Blick von oben auf die im Keller lebende Familie Kim
PARASITE © Viacom

Hat er dafür bisher Monster- oder Zukunftsszenarien bemüht, entfaltet sich der Horror hier über weite Strecken fast naturalistisch. Bongs Vision scheint tatsächlich nur mehr einen – zum Filmende hin wunderbar zelebrierten – Pfirsichwurf von aktuellen sozialen Schräglagen entfernt.

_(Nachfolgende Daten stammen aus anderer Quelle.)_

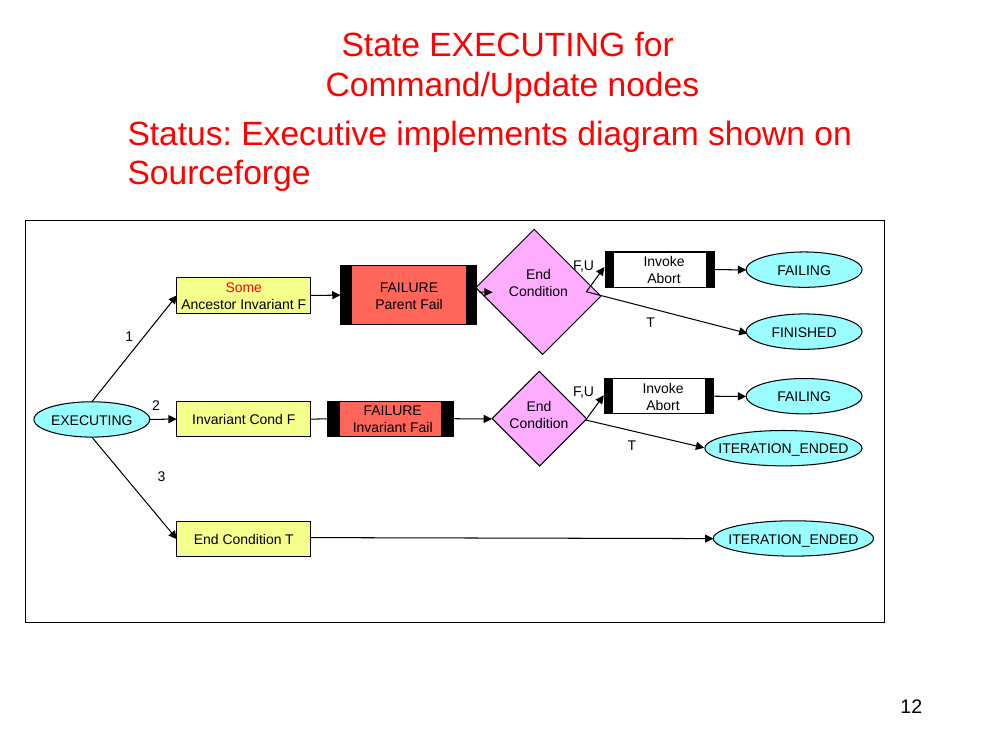
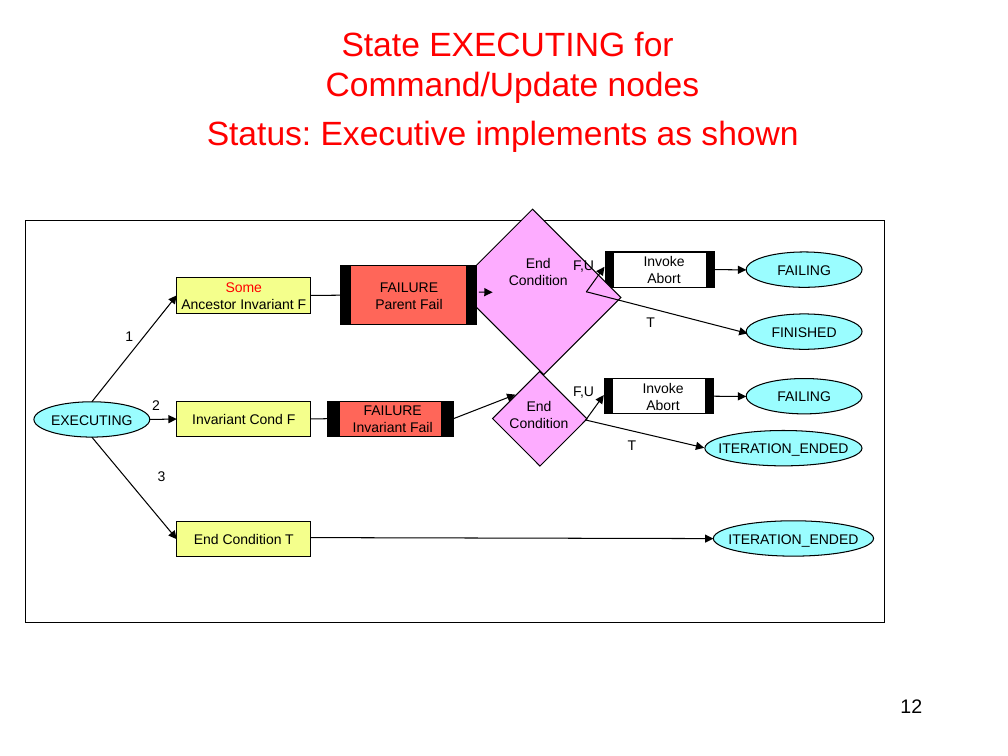
Before and after one commit to plexil-group/plexil, a slide deck: slide 12 of doc/NodeStateTransitions.ppt. Drawn at 1008x756 pixels with LibreOffice and Linux fonts; fonts in the diff are those of the drawing. Boxes give left, top, right and bottom in pixels: in the first picture for what was removed or moved away, otherwise in the second. Text is boxed around its words. In the diff, an @@ line names an element or a change of style, - is before the commit and + after.

Commit message:
Updated with current implementation status

```diff
--- a/doc/NodeStateTransitions.ppt
+++ b/doc/NodeStateTransitions.ppt
@@ text at bbox=[207, 120, 798, 152]: text changed @@
-Status: Executive implements diagram shown on Sourceforge
+Status: Executive implements as shown
@@ rectangle: place and size @@
-rectangle at bbox=[476, 230, 601, 355]
+rectangle at bbox=[456, 209, 621, 374]
@@ text "End": place and size @@
-text "End" at bbox=[509, 269, 568, 296]
+text "End" at bbox=[509, 258, 568, 285]
@@ arrow moved from (310, 295) - (341, 295) to (310, 295) - (352, 295) @@
@@ arrow moved from (454, 418) - (492, 419) to (454, 418) - (515, 394) @@
```
Also in this commit, not shown: 19 other slides changed.
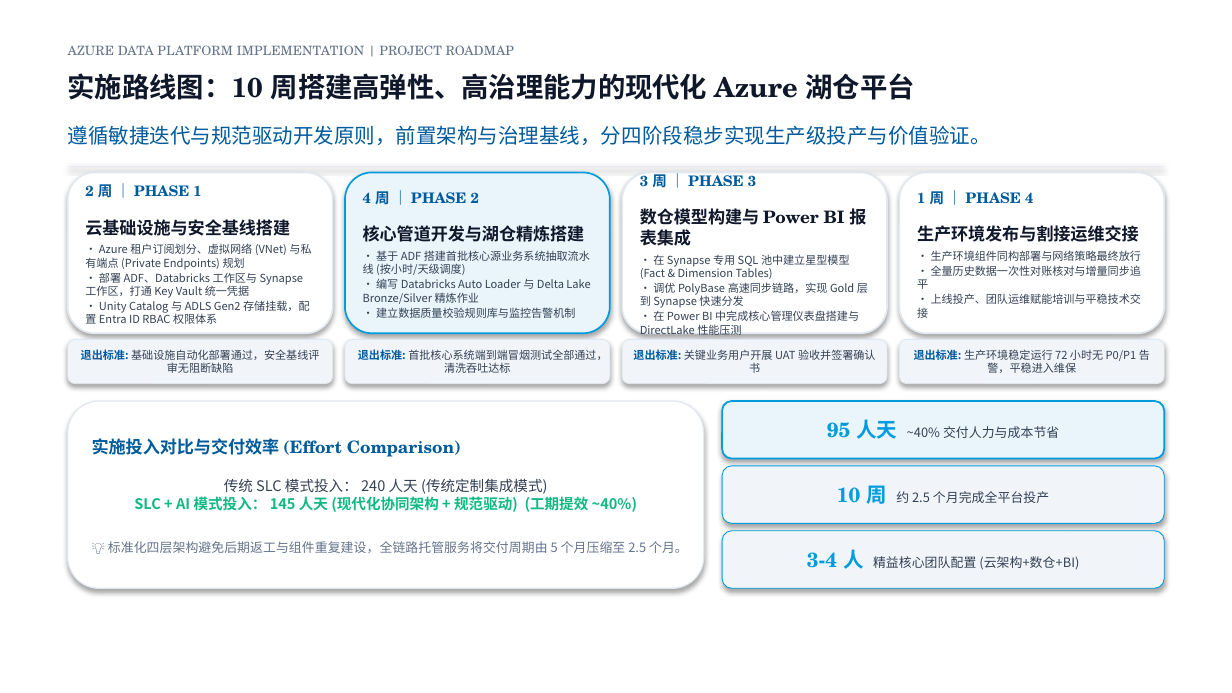
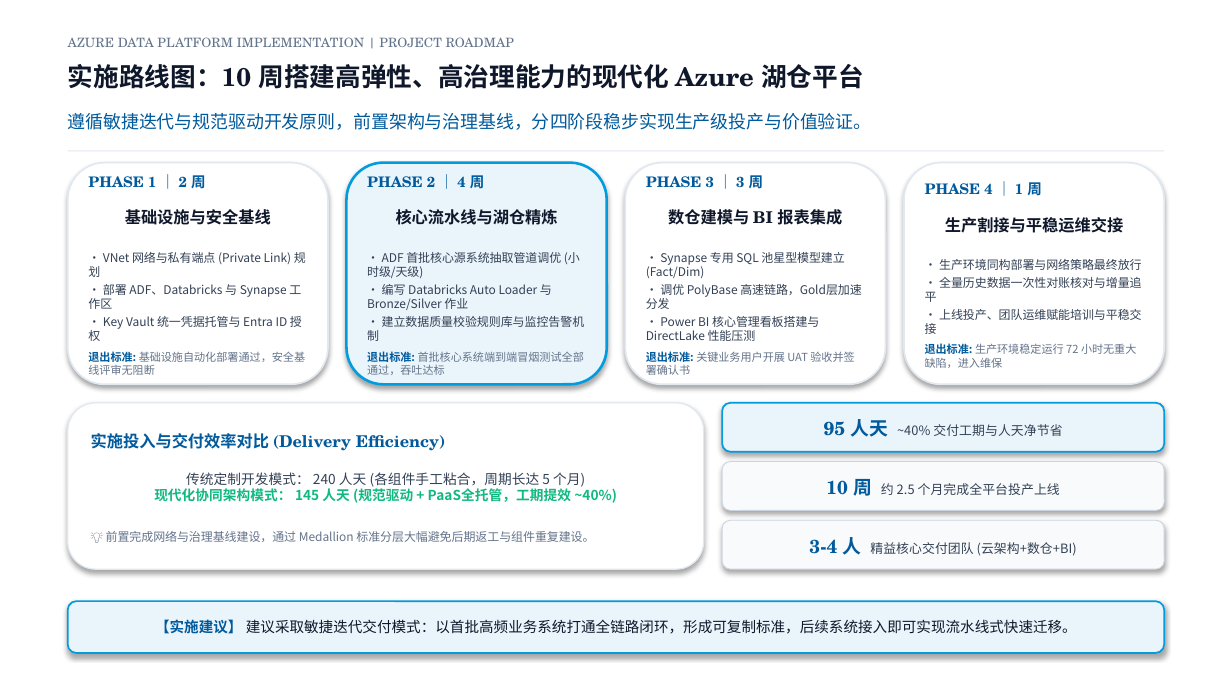
Before and after one commit to GoLangCJava/ppt, a slide deck: slide 6 of Azure_Databricks_ADF_Synapse_Architecture.pptx. Drawn at 1232x693 pixels with LibreOffice and Linux fonts; fonts in the diff are those of the drawing. Boxes give left, top, right and bottom in pixels: in the first picture for what was removed or moved away, otherwise in the second. Text is boxed around its words. In the diff, an @@ line names an element or a change of style, - is before the commit and + after.

```diff
--- a/Azure_Databricks_ADF_Synapse_Architecture.pptx
+++ b/Azure_Databricks_ADF_Synapse_Architecture.pptx
@@ text "AZURE DATA PLATFORM IMPLEMENTATION | ...": place and size @@
-text "AZURE DATA PLATFORM IMPLEMENTATION | ..." at <box>68,45,514,55</box>
+text "AZURE DATA PLATFORM IMPLEMENTATION | ..." at <box>68,37,514,47</box>
@@ text "实施路线图：10 周搭建高弹性、高治理能力的现代化 Azure 湖仓平台": place and size @@
-text "实施路线图：10 周搭建高弹性、高治理能力的现代化 Azure 湖仓平台" at <box>68,73,915,100</box>
+text "实施路线图：10 周搭建高弹性、高治理能力的现代化 Azure 湖仓平台" at <box>68,64,864,89</box>
@@ text "实施路线图：10 周搭建高弹性、高治理能力的现代化 Azure 湖仓平台" at <box>68,64,864,89</box>: size 16 to 15 pt @@
@@ text "遵循敏捷迭代与规范驱动开发原则，前置架构与治理基线，分四阶段稳步实现生产级投产与价值验证。": place and size @@
-text "遵循敏捷迭代与规范驱动开发原则，前置架构与治理基线，分四阶段稳步实现生产级投产与价值验证。" at <box>68,125,991,145</box>
+text "遵循敏捷迭代与规范驱动开发原则，前置架构与治理基线，分四阶段稳步实现生产级投产与价值验证。" at <box>68,113,872,130</box>
@@ text "遵循敏捷迭代与规范驱动开发原则，前置架构与治理基线，分四阶段稳步实现生产级投产与价值验证。" at <box>68,113,872,130</box>: size 12 to 10.5 pt @@
@@ rectangle: place and size @@
-rectangle at <box>68,166,1164,168</box>
+rectangle at <box>68,150,1164,152</box>
@@ rounded rectangle "PHASE 1 ｜ 2 周": place and size @@
-rounded rectangle "PHASE 1 ｜ 2 周" at <box>68,172,333,333</box>
+rounded rectangle "PHASE 1 ｜ 2 周" at <box>68,163,328,384</box>
@@ text in rounded rectangle at <box>88,175,306,375</box>: text changed; size 6.5 to 7 pt @@
-2 周 ｜ PHASE 1
-云基础设施与安全基线搭建
-• Azure 租户订阅划分、虚拟网络 (VNet) 与私有端点 (Private Endpoints) 规划
-• 部署 ADF、Databricks 工作区与 Synapse 工作区，打通 Key Vault 统一凭据
-• Unity Catalog 与 ADLS Gen2 存储挂载，配置 Entra ID RBAC 权限体系
+PHASE 1 ｜ 2 周
+基础设施与安全基线
+• VNet 网络与私有端点 (Private Link) 规划
+• 部署 ADF、Databricks 与 Synapse 工作区
+• Key Vault 统一凭据托管与 Entra ID 授权
+退出标准: 基础设施自动化部署通过，安全基线评审无阻断
@@ rounded rectangle "PHASE 2 ｜ 4 周": place and size @@
-rounded rectangle "PHASE 2 ｜ 4 周" at <box>345,172,610,333</box>
+rounded rectangle "PHASE 2 ｜ 4 周" at <box>346,163,606,384</box>
@@ rounded rectangle "PHASE 2 ｜ 4 周" at <box>346,163,606,384</box>: outline #009CDE 1 pt to #009CDE 1.5 pt @@
@@ text in rounded rectangle at <box>367,175,580,310</box>: text changed; size 6.5 to 7 pt @@
-4 周 ｜ PHASE 2
-核心管道开发与湖仓精炼搭建
-• 基于 ADF 搭建首批核心源业务系统抽取流水线 (按小时/天级调度)
-• 编写 Databricks Auto Loader 与 Delta Lake Bronze/Silver 精炼作业
+PHASE 2 ｜ 4 周
+核心流水线与湖仓精炼
+• ADF 首批核心源系统抽取管道调优 (小时级/天级)
+• 编写 Databricks Auto Loader 与 Bronze/Silver 作业
@@ rounded rectangle "PHASE 3 ｜ 3 周": place and size @@
-rounded rectangle "PHASE 3 ｜ 3 周" at <box>622,172,887,333</box>
+rounded rectangle "PHASE 3 ｜ 3 周" at <box>625,163,885,384</box>
@@ text in rounded rectangle at <box>646,175,862,375</box>: text changed; size 6.5 to 7 pt @@
-3 周 ｜ PHASE 3
-数仓模型构建与 Power BI 报表集成
-• 在 Synapse 专用 SQL 池中建立星型模型 (Fact & Dimension Tables)
-• 调优 PolyBase 高速同步链路，实现 Gold 层到 Synapse 快速分发
-• 在 Power BI 中完成核心管理仪表盘搭建与 DirectLake 性能压测
+PHASE 3 ｜ 3 周
+数仓建模与 BI 报表集成
+• Synapse 专用 SQL 池星型模型建立 (Fact/Dim)
+• 调优 PolyBase 高速链路，Gold层加速分发
+• Power BI 核心管理看板搭建与 DirectLake 性能压测
+退出标准: 关键业务用户开展 UAT 验收并签署确认书
@@ rounded rectangle "PHASE 4 ｜ 1 周": place and size @@
-rounded rectangle "PHASE 4 ｜ 1 周" at <box>899,172,1164,333</box>
+rounded rectangle "PHASE 4 ｜ 1 周" at <box>904,163,1164,384</box>
@@ text in rounded rectangle at <box>925,180,1142,368</box>: text changed; size 6.5 to 7 pt @@
-1 周 ｜ PHASE 4
-生产环境发布与割接运维交接
-• 生产环境组件同构部署与网络策略最终放行
-• 全量历史数据一次性对账核对与增量同步追平
-• 上线投产、团队运维赋能培训与平稳技术交接
+PHASE 4 ｜ 1 周
+生产割接与平稳运维交接
+• 生产环境同构部署与网络策略最终放行
+• 全量历史数据一次性对账核对与增量追平
+• 上线投产、团队运维赋能培训与平稳交接
+退出标准: 生产环境稳定运行 72 小时无重大缺陷，进入维保
@@ text in rounded rectangle at <box>367,316,585,341</box>: size 6.5 to 7 pt in "• 建立数据质量校验规则库与监控告警机制"; more space between paragraphs @@
@@ rounded rectangle removed at <box>68,339,333,383</box> @@
-退出标准: 基础设施自动化部署通过，安全基线评审无阻断缺陷
@@ rounded rectangle removed at <box>345,339,610,383</box> @@
-退出标准: 首批核心系统端到端冒烟测试全部通过，清洗吞吐达标
@@ text in rounded rectangle at <box>367,351,584,375</box>: paragraph added @@
+退出标准: 首批核心系统端到端冒烟测试全部通过，吞吐达标
@@ rounded rectangle removed at <box>622,339,887,383</box> @@
-退出标准: 关键业务用户开展 UAT 验收并签署确认书
@@ rounded rectangle removed at <box>899,339,1164,383</box> @@
-退出标准: 生产环境稳定运行 72 小时无 P0/P1 告警，平稳进入维保
@@ rounded rectangle "实施投入与交付效率对比 (Delivery Efficiency)": place and size @@
-rounded rectangle "实施投入与交付效率对比 (Delivery Efficiency)" at <box>68,400,703,588</box>
+rounded rectangle "实施投入与交付效率对比 (Delivery Efficiency)" at <box>68,403,703,569</box>
@@ rounded rectangle "95 人天 ~40% 交付工期与人天净节省": place and size @@
-rounded rectangle "95 人天 ~40% 交付工期与人天净节省" at <box>722,400,1164,458</box>
+rounded rectangle "95 人天 ~40% 交付工期与人天净节省" at <box>722,403,1164,452</box>
@@ text in rounded rectangle at <box>824,419,1062,437</box>: text changed @@
-95 人天 ~40% 交付人力与成本节省
+95 人天 ~40% 交付工期与人天净节省
@@ text in rounded rectangle at <box>91,433,617,542</box>: text changed; size 8.5 to 8 pt @@
-实施投入对比与交付效率 (Effort Comparison)
-传统 SLC 模式投入： 240 人天 (传统定制集成模式)
-SLC + AI 模式投入： 145 人天 (现代化协同架构 + 规范驱动) (工期提效 ~40%)
-💡 标准化四层架构避免后期返工与组件重复建设，全链路托管服务将交付周期由 5 个月压缩至 2.5 个月。
+实施投入与交付效率对比 (Delivery Efficiency)
+传统定制开发模式： 240 人天 (各组件手工粘合，周期长达 5 个月)
+现代化协同架构模式： 145 人天 (规范驱动 + PaaS全托管，工期提效 ~40%)
+💡 前置完成网络与治理基线建设，通过 Medallion 标准分层大幅避免后期返工与组件重复建设。
@@ rounded rectangle "10 周 约 2.5 个月完成全平台投产上线": place and size @@
-rounded rectangle "10 周 约 2.5 个月完成全平台投产上线" at <box>722,466,1164,524</box>
+rounded rectangle "10 周 约 2.5 个月完成全平台投产上线" at <box>722,462,1164,511</box>
@@ rounded rectangle "10 周 约 2.5 个月完成全平台投产上线" at <box>722,462,1164,511</box>: fill #F1F5F9 to #F8FAFC; outline #009CDE 0.5 pt to #CBD5E1 0.5 pt @@
@@ text in rounded rectangle at <box>826,479,1060,496</box>: text changed @@
-10 周 约 2.5 个月完成全平台投产
+10 周 约 2.5 个月完成全平台投产上线
@@ rounded rectangle "3-4 人 精益核心交付团队 (云架构+数仓+BI)" at <box>722,520,1164,569</box>: fill #F1F5F9 to #F8FAFC; outline #009CDE 0.5 pt to #CBD5E1 0.5 pt @@
@@ rounded rectangle "3-4 人 精益核心交付团队 (云架构+数仓+BI)": place and size @@
-rounded rectangle "3-4 人 精益核心交付团队 (云架构+数仓+BI)" at <box>722,531,1164,589</box>
+rounded rectangle "3-4 人 精益核心交付团队 (云架构+数仓+BI)" at <box>722,520,1164,569</box>
@@ text in rounded rectangle at <box>809,537,1077,556</box>: text changed @@
-3-4 人 精益核心团队配置 (云架构+数仓+BI)
+3-4 人 精益核心交付团队 (云架构+数仓+BI)
@@ rounded rectangle added at <box>68,601,1164,653</box>, fill #EAF4FB, outline #009CDE 1 pt, 8.5 pt, text #0F172A @@
+【实施建议】 建议采取敏捷迭代交付模式：以首批高频业务系统打通全链路闭环，形成可复制标准，后续系统接入即可实现流水线式快速迁移。
```
Also in this commit, not shown: 5 other slides changed, 2 other files.

In ruhigen, akkurat kadrierten Einstellungen und großteils zurückgenommener Farbigkeit entwirft er ein Setting, in dem abgehängte Arme und schwerreiche Leistungseliten getrennte Welten bewohnen. Fast nie kommen sie miteinander in Berührung. Dennoch gibt es für die ganz unten wenig andere vorstellbare Richtungen als die nach oben – dahin, wo der Reichtum zu Hause ist. Luxus wird als Allheilmittel fetischisiert, das die Macht hat, alle hässlichen Falten des menschlichen Daseins wegzubügeln, wie die Mutter es einmal formuliert.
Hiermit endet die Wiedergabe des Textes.